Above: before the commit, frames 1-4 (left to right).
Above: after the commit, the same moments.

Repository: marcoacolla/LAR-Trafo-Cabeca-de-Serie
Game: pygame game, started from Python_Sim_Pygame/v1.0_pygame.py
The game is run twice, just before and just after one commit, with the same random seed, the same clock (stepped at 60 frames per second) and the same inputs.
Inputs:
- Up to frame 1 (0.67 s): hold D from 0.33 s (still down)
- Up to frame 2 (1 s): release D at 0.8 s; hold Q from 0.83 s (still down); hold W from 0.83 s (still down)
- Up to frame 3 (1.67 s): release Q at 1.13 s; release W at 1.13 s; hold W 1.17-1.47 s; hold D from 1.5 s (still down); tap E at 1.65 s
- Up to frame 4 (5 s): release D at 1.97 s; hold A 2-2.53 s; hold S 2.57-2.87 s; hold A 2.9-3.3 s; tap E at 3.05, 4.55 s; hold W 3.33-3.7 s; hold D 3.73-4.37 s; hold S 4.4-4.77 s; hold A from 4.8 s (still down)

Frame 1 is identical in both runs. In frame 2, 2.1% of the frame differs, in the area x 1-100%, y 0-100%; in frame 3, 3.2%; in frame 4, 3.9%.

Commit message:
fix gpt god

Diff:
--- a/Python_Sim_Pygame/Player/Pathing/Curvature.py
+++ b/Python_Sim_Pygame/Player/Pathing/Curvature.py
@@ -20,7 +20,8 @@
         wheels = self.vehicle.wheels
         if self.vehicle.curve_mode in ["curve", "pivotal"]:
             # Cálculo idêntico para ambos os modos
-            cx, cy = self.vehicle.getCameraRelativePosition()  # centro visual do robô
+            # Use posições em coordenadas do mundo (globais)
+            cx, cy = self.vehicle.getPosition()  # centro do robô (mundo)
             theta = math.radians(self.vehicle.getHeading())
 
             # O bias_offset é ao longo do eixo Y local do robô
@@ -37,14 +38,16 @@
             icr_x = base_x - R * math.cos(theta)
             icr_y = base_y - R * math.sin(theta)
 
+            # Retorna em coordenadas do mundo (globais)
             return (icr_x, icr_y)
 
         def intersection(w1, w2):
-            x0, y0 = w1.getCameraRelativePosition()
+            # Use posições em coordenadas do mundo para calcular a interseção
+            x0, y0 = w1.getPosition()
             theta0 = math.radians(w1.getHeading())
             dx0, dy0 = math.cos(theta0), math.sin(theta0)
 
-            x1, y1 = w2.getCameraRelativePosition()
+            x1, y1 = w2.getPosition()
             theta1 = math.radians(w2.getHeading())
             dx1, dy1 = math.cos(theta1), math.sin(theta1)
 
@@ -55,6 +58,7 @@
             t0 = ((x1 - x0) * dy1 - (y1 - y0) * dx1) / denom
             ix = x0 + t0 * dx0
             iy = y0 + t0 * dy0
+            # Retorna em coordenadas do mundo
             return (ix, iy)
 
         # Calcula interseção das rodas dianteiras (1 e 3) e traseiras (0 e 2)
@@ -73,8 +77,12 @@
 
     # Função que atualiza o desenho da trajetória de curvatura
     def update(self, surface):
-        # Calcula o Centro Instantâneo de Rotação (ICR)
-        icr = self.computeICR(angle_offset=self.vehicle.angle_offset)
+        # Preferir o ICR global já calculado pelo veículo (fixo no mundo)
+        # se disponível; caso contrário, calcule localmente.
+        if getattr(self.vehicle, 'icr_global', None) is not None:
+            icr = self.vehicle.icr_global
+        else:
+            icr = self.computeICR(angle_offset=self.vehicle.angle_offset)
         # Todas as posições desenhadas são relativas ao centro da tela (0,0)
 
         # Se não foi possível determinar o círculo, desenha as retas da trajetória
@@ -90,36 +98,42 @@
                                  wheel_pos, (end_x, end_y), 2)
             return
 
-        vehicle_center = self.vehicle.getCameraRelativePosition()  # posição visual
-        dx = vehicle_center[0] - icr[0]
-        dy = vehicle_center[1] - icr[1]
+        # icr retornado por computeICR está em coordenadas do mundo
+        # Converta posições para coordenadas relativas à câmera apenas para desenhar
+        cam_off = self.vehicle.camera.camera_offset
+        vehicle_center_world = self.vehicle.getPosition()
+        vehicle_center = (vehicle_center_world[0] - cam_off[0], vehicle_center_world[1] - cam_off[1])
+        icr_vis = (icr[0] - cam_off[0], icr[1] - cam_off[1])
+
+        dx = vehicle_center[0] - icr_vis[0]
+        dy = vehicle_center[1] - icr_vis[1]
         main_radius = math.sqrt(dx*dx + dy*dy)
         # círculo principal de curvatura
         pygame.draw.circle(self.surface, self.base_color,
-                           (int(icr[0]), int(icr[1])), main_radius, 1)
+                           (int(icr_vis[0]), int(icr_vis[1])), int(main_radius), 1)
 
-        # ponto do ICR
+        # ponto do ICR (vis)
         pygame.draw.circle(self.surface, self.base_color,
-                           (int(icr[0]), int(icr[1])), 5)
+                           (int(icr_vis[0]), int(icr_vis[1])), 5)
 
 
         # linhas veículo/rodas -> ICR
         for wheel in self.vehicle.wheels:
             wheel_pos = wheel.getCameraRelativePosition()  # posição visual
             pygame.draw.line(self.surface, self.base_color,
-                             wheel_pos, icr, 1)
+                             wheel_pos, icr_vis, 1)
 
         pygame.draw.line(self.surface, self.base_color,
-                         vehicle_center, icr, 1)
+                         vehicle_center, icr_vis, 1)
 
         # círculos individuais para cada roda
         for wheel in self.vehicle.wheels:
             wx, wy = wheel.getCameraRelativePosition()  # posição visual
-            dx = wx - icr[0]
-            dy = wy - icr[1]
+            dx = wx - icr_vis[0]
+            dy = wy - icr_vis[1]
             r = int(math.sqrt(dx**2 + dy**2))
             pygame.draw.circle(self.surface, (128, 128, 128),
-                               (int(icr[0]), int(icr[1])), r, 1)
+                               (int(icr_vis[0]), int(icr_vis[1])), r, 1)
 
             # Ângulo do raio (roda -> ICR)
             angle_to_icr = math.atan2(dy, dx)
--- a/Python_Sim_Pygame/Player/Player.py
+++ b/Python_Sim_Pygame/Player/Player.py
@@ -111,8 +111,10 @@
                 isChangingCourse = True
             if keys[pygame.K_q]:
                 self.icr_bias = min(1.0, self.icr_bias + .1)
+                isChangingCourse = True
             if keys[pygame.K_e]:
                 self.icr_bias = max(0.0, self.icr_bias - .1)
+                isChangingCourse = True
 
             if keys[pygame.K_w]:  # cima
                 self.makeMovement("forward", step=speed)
____
The task calls for all the records above to be repeated exactly.

Above: before the commit, frames 1-4 (left to right).
Above: after the commit, the same moments.

Repository: marcoacolla/LAR-Trafo-Cabeca-de-Serie
Game: pygame game, started from Python_Sim_Pygame/v1.0_pygame.py
The game is run twice, just before and just after one commit, with the same random seed, the same clock (stepped at 60 frames per second) and the same inputs.
Inputs:
- Up to frame 1 (0.67 s): hold D from 0.33 s (still down)
- Up to frame 2 (1 s): release D at 0.8 s; hold Q from 0.83 s (still down); hold W from 0.83 s (still down)
- Up to frame 3 (1.67 s): release Q at 1.13 s; release W at 1.13 s; hold W 1.17-1.47 s; hold D from 1.5 s (still down); tap E at 1.65 s
- Up to frame 4 (5 s): release D at 1.97 s; hold A 2-2.53 s; hold S 2.57-2.87 s; hold A 2.9-3.3 s; tap E at 3.05, 4.55 s; hold W 3.33-3.7 s; hold D 3.73-4.37 s; hold S 4.4-4.77 s; hold A from 4.8 s (still down)

Frame 1 is identical in both runs. In frame 2, 2.1% of the frame differs, in the area x 1-100%, y 0-100%; in frame 3, 3.2%; in frame 4, 3.9%.

Commit message:
fix gpt god

Diff:
--- a/Python_Sim_Pygame/Player/Pathing/Curvature.py
+++ b/Python_Sim_Pygame/Player/Pathing/Curvature.py
@@ -20,7 +20,8 @@
         wheels = self.vehicle.wheels
         if self.vehicle.curve_mode in ["curve", "pivotal"]:
             # Cálculo idêntico para ambos os modos
-            cx, cy = self.vehicle.getCameraRelativePosition()  # centro visual do robô
+            # Use posições em coordenadas do mundo (globais)
+            cx, cy = self.vehicle.getPosition()  # centro do robô (mundo)
             theta = math.radians(self.vehicle.getHeading())
 
             # O bias_offset é ao longo do eixo Y local do robô
@@ -37,14 +38,16 @@
             icr_x = base_x - R * math.cos(theta)
             icr_y = base_y - R * math.sin(theta)
 
+            # Retorna em coordenadas do mundo (globais)
             return (icr_x, icr_y)
 
         def intersection(w1, w2):
-            x0, y0 = w1.getCameraRelativePosition()
+            # Use posições em coordenadas do mundo para calcular a interseção
+            x0, y0 = w1.getPosition()
             theta0 = math.radians(w1.getHeading())
             dx0, dy0 = math.cos(theta0), math.sin(theta0)
 
-            x1, y1 = w2.getCameraRelativePosition()
+            x1, y1 = w2.getPosition()
             theta1 = math.radians(w2.getHeading())
             dx1, dy1 = math.cos(theta1), math.sin(theta1)
 
@@ -55,6 +58,7 @@
             t0 = ((x1 - x0) * dy1 - (y1 - y0) * dx1) / denom
             ix = x0 + t0 * dx0
             iy = y0 + t0 * dy0
+            # Retorna em coordenadas do mundo
             return (ix, iy)
 
         # Calcula interseção das rodas dianteiras (1 e 3) e traseiras (0 e 2)
@@ -73,8 +77,12 @@
 
     # Função que atualiza o desenho da trajetória de curvatura
     def update(self, surface):
-        # Calcula o Centro Instantâneo de Rotação (ICR)
-        icr = self.computeICR(angle_offset=self.vehicle.angle_offset)
+        # Preferir o ICR global já calculado pelo veículo (fixo no mundo)
+        # se disponível; caso contrário, calcule localmente.
+        if getattr(self.vehicle, 'icr_global', None) is not None:
+            icr = self.vehicle.icr_global
+        else:
+            icr = self.computeICR(angle_offset=self.vehicle.angle_offset)
         # Todas as posições desenhadas são relativas ao centro da tela (0,0)
 
         # Se não foi possível determinar o círculo, desenha as retas da trajetória
@@ -90,36 +98,42 @@
                                  wheel_pos, (end_x, end_y), 2)
             return
 
-        vehicle_center = self.vehicle.getCameraRelativePosition()  # posição visual
-        dx = vehicle_center[0] - icr[0]
-        dy = vehicle_center[1] - icr[1]
+        # icr retornado por computeICR está em coordenadas do mundo
+        # Converta posições para coordenadas relativas à câmera apenas para desenhar
+        cam_off = self.vehicle.camera.camera_offset
+        vehicle_center_world = self.vehicle.getPosition()
+        vehicle_center = (vehicle_center_world[0] - cam_off[0], vehicle_center_world[1] - cam_off[1])
+        icr_vis = (icr[0] - cam_off[0], icr[1] - cam_off[1])
+
+        dx = vehicle_center[0] - icr_vis[0]
+        dy = vehicle_center[1] - icr_vis[1]
         main_radius = math.sqrt(dx*dx + dy*dy)
         # círculo principal de curvatura
         pygame.draw.circle(self.surface, self.base_color,
-                           (int(icr[0]), int(icr[1])), main_radius, 1)
+                           (int(icr_vis[0]), int(icr_vis[1])), int(main_radius), 1)
 
-        # ponto do ICR
+        # ponto do ICR (vis)
         pygame.draw.circle(self.surface, self.base_color,
-                           (int(icr[0]), int(icr[1])), 5)
+                           (int(icr_vis[0]), int(icr_vis[1])), 5)
 
 
         # linhas veículo/rodas -> ICR
         for wheel in self.vehicle.wheels:
             wheel_pos = wheel.getCameraRelativePosition()  # posição visual
             pygame.draw.line(self.surface, self.base_color,
-                             wheel_pos, icr, 1)
+                             wheel_pos, icr_vis, 1)
 
         pygame.draw.line(self.surface, self.base_color,
-                         vehicle_center, icr, 1)
+                         vehicle_center, icr_vis, 1)
 
         # círculos individuais para cada roda
         for wheel in self.vehicle.wheels:
             wx, wy = wheel.getCameraRelativePosition()  # posição visual
-            dx = wx - icr[0]
-            dy = wy - icr[1]
+            dx = wx - icr_vis[0]
+            dy = wy - icr_vis[1]
             r = int(math.sqrt(dx**2 + dy**2))
             pygame.draw.circle(self.surface, (128, 128, 128),
-                               (int(icr[0]), int(icr[1])), r, 1)
+                               (int(icr_vis[0]), int(icr_vis[1])), r, 1)
 
             # Ângulo do raio (roda -> ICR)
             angle_to_icr = math.atan2(dy, dx)
--- a/Python_Sim_Pygame/Player/Player.py
+++ b/Python_Sim_Pygame/Player/Player.py
@@ -111,8 +111,10 @@
                 isChangingCourse = True
             if keys[pygame.K_q]:
                 self.icr_bias = min(1.0, self.icr_bias + .1)
+                isChangingCourse = True
             if keys[pygame.K_e]:
                 self.icr_bias = max(0.0, self.icr_bias - .1)
+                isChangingCourse = True
 
             if keys[pygame.K_w]:  # cima
                 self.makeMovement("forward", step=speed)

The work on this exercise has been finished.